On the whole, I would say that these days I love doing code reviews and reviewing code, and find it one of the most fulfilling parts of my job. It’s one of the best ways of really engaging with other engineers to improve our skills and build the best systems we can. That said, I think that my experience with code review goes in many ways contrary to a lot of popular wisdom or perceptions; in particular, I find good code review processes to center the developers and their users much more so than it centers the particular lines of code being reviewed.
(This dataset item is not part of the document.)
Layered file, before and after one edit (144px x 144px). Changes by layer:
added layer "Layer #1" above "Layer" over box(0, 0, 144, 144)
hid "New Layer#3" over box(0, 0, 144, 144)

What is code review NOT for?
I find it easiest to open with a list of things that I don’t regard as the main goals of code review. I will note that in practice the details of a code review process vary widely with project, and occasionally it is necessary to assign responsibility for one of these considerations to the code review role. But these represent my opinions for the end state for a healthy project with mature tooling and development processes.
Anything that can be automated
In a development process, anything we can make a computer do instead of a human, we should. At a most basic level, this encompasses things like CI: if a proposed change fails to compile or breaks the tests, a computer should determine this automatically and notify the submitter. It shouldn’t be the responsibility of the code reviewer to build and test the code and complain to a submitter when something goes wrong.
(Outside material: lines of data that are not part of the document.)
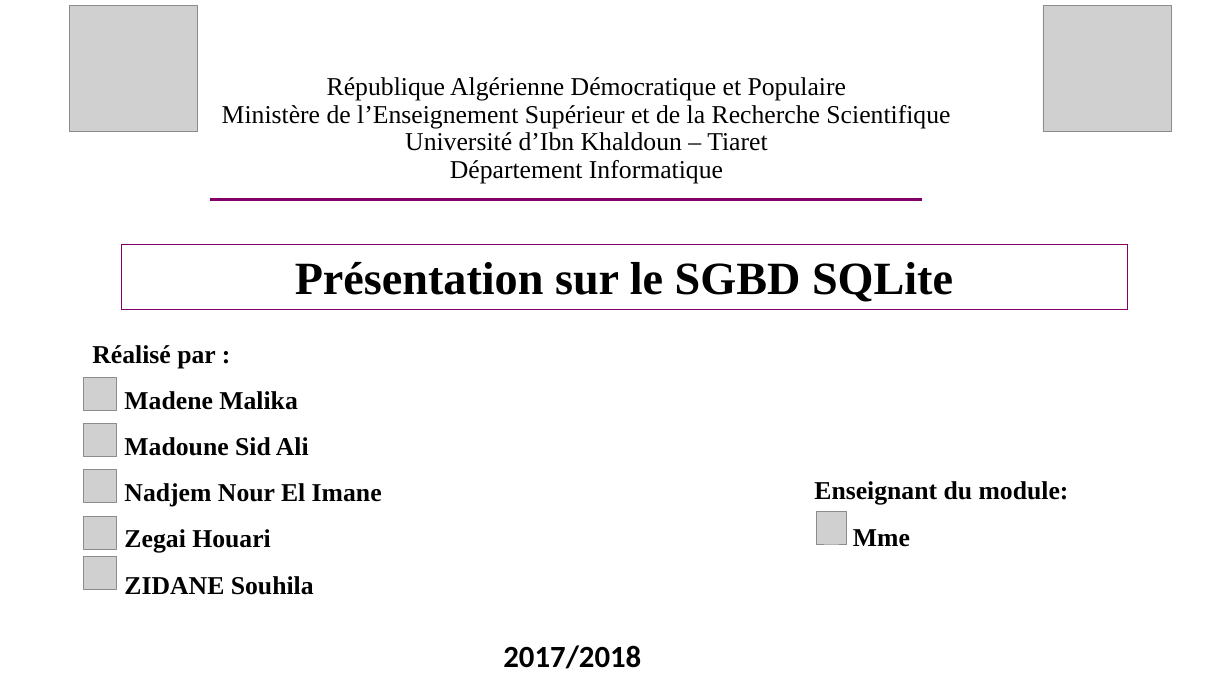
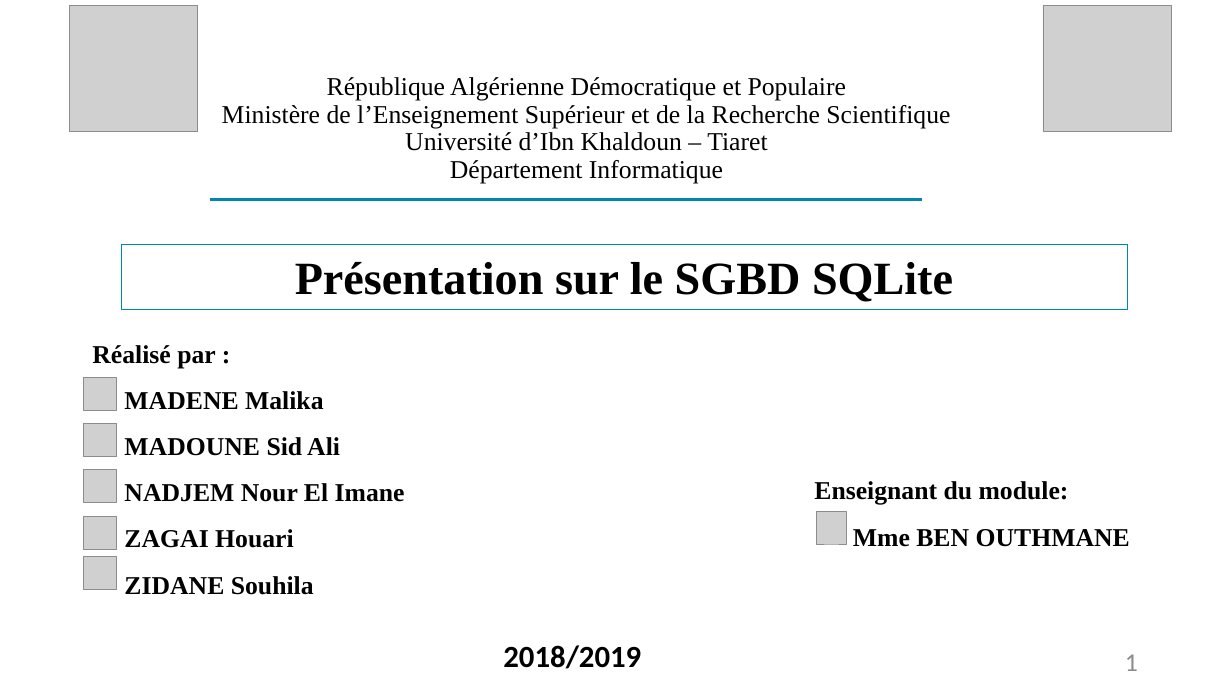
Before and after one commit to web-ai-master/academic-projects, a slide deck: slide 1 of Architecture SGBD/Project/presentation/Presentation-projet-SQLite.pptx. Drawn at 1232x693 pixels with LibreOffice and Linux fonts; fonts in the diff are those of the drawing; grey boxes stand for pictures. Boxes give left, top, right and bottom in pixels: in the first picture for what was removed or moved away, otherwise in the second. Text is boxed around its words. In the diff, an @@ line names an element or a change of style, - is before the commit and + after.

```diff
--- a/Architecture SGBD/Project/presentation/Presentation-projet-SQLite.pptx
+++ b/Architecture SGBD/Project/presentation/Presentation-projet-SQLite.pptx
@@ line (211, 200) - (922, 200): stroke #820069 2.25 pt to #0087AF 2.25 pt @@
@@ rectangle "Présentation sur le SGBD SQLite" at (121,244,1128,310): outline #820069 0.5 pt to #0087AF 0.5 pt @@
@@ text at (124,391,405,548): text changed @@
-Madene Malika
-Madoune Sid Ali
-Nadjem Nour El Imane
-Zegai Houari
+MADENE Malika
+MADOUNE Sid Ali
+NADJEM Nour El Imane
+ZAGAI Houari
@@ text at (853,529,1130,547): text changed @@
-Mme
+Mme BEN OUTHMANE
@@ text at (503,645,641,669): text changed @@
-2017/2018
+2018/2019
@@ page number added at (1125,654,1138,671), 20 pt, text #8C8C8C @@
+1
```
Also in this commit, not shown: 10 other slides changed, 45 slides added, 2 slides removed, 23 other files.

Beyond CI, though, this also encompasses a broad range of stylistic and other issues. If your project wants to maintain a consistent formatting style, it should use an autoformatter, which can check for mis-formatted code on every push. If there are common code patterns you want to enforce the use or avoidance of, you should find a linter that can be programmed to detect them. If you require all source code files to have a license comment, CI should check that.
For sufficiently large projects and teams, this philosophy can mean a significant amount of work invested in automated tooling and linting. At Stripe, we had an extensive suite of internal Rubocop lint rules we used to try to push the code base towards uniformity and avoid common pitfalls while taking a burden off of code reviewers.
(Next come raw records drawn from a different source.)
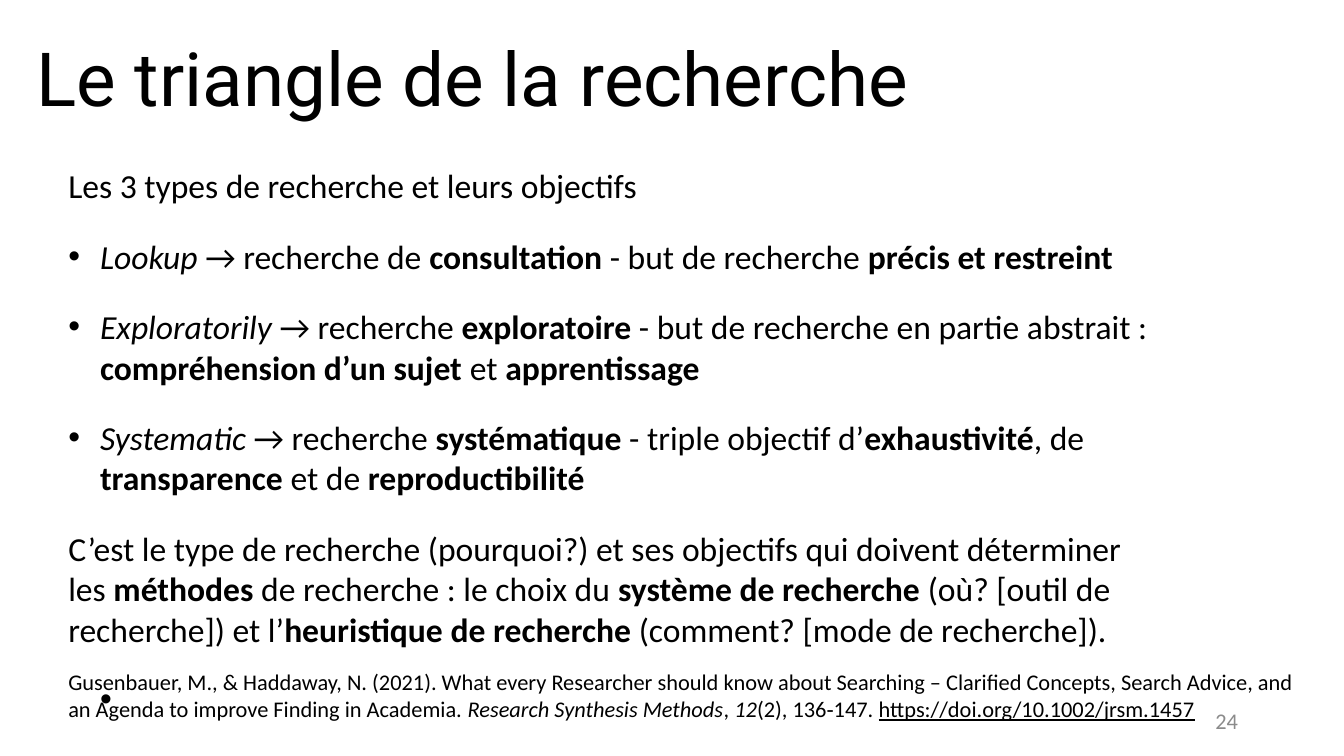
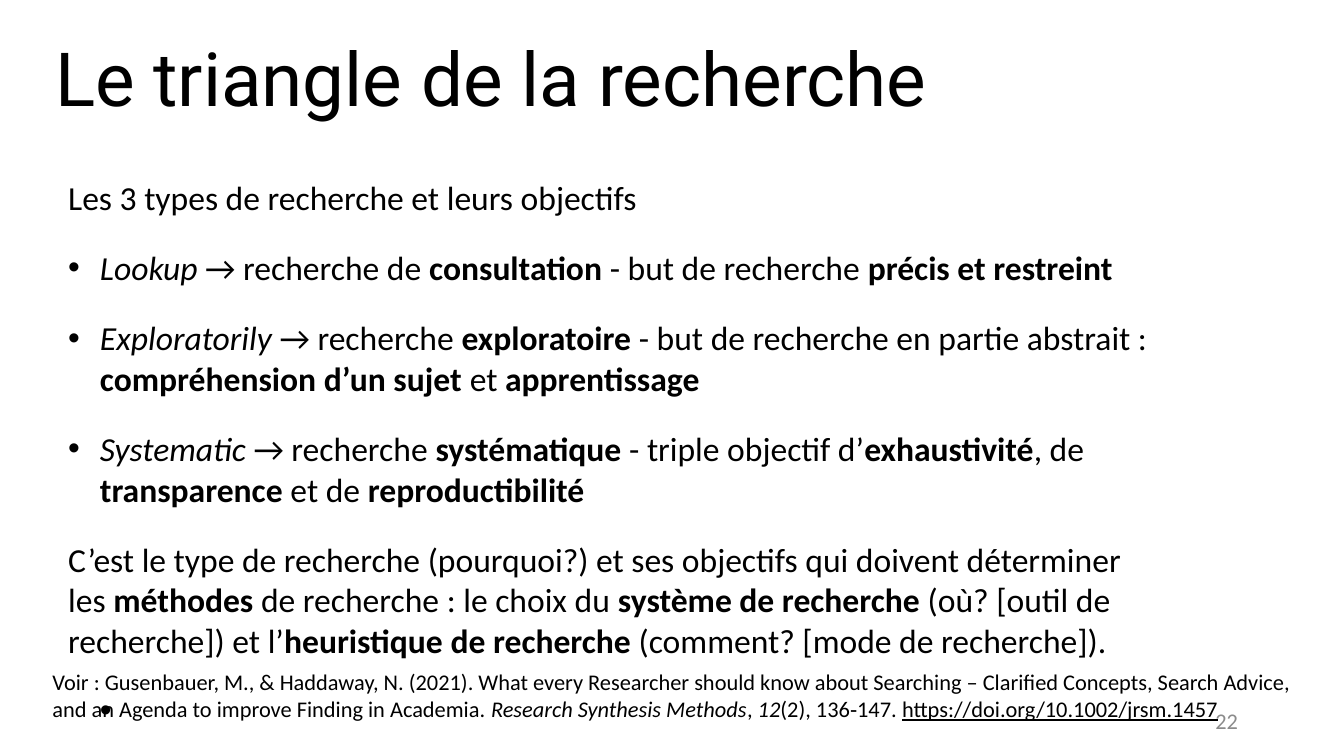
Before and after one commit to fflamerie/intro_revlit, a slide deck: slide 22 of docs/Intro_RevLit.odp (slide 24 before the commit). Drawn at 1344x756 pixels with LibreOffice and Linux fonts; fonts in the diff are those of the drawing. Boxes give left, top, right and bottom in pixels: in the first picture for what was removed or moved away, otherwise in the second. Text is boxed around its words. In the diff, an @@ line names an element or a change of style, - is before the commit and + after.

```diff
--- a/docs/Intro_RevLit.odp
+++ b/docs/Intro_RevLit.odp
@@ title "Le triangle de la recherche" moved from (x1=37, y1=50, x2=908, y2=122) to (x1=55, y1=50, x2=926, y2=122) @@
@@ text "Les 3 types de recherche ..." moved from (x1=68, y1=174, x2=1131, y2=648) to (x1=68, y1=186, x2=1131, y2=659) @@
@@ text at (x1=52, y1=674, x2=1290, y2=721): text changed @@
-Gusenbauer, M., & Haddaway, N. (2021). What every Researcher should know about Searching – Clarified Concepts, Search Advice, and an Agenda to improve Finding in Academia. Research Synthesis Methods, 12(2), 136‑147. https://doi.org/10.1002/jrsm.1457
+Voir : Gusenbauer, M., & Haddaway, N. (2021). What every Researcher should know about Searching – Clarified Concepts, Search Advice, and an Agenda to improve Finding in Academia. Research Synthesis Methods, 12(2), 136‑147. https://doi.org/10.1002/jrsm.1457
@@ page number at (x1=1215, y1=714, x2=1238, y2=729): text changed @@
-24
+22
```
Also in this commit, not shown: 32 other slides changed, 6 slides added, 5 slides removed, 11 other files.

Investing in automated tooling results in a huge quality-of-life improvement for both authors and reviewers. Authors get faster feedback, since computers never sleep or get distracted, and reviewers get to feel less eagle-eyed about catching every small mistake, and also never have to feel obstructionist for blocking a merge due to a small stylistic complaint. Instead, the conversation can move to other, higher-level topics, like those I’ll discuss in the next section.
Catching every bug
Somewhat relatedly, I don’t think — in general — that the best use of code review is catching bugs in the author’s code. In a healthy development process, reviewers needn’t read each patch painstakingly searching for subtle off-by-one bugs or edge cases.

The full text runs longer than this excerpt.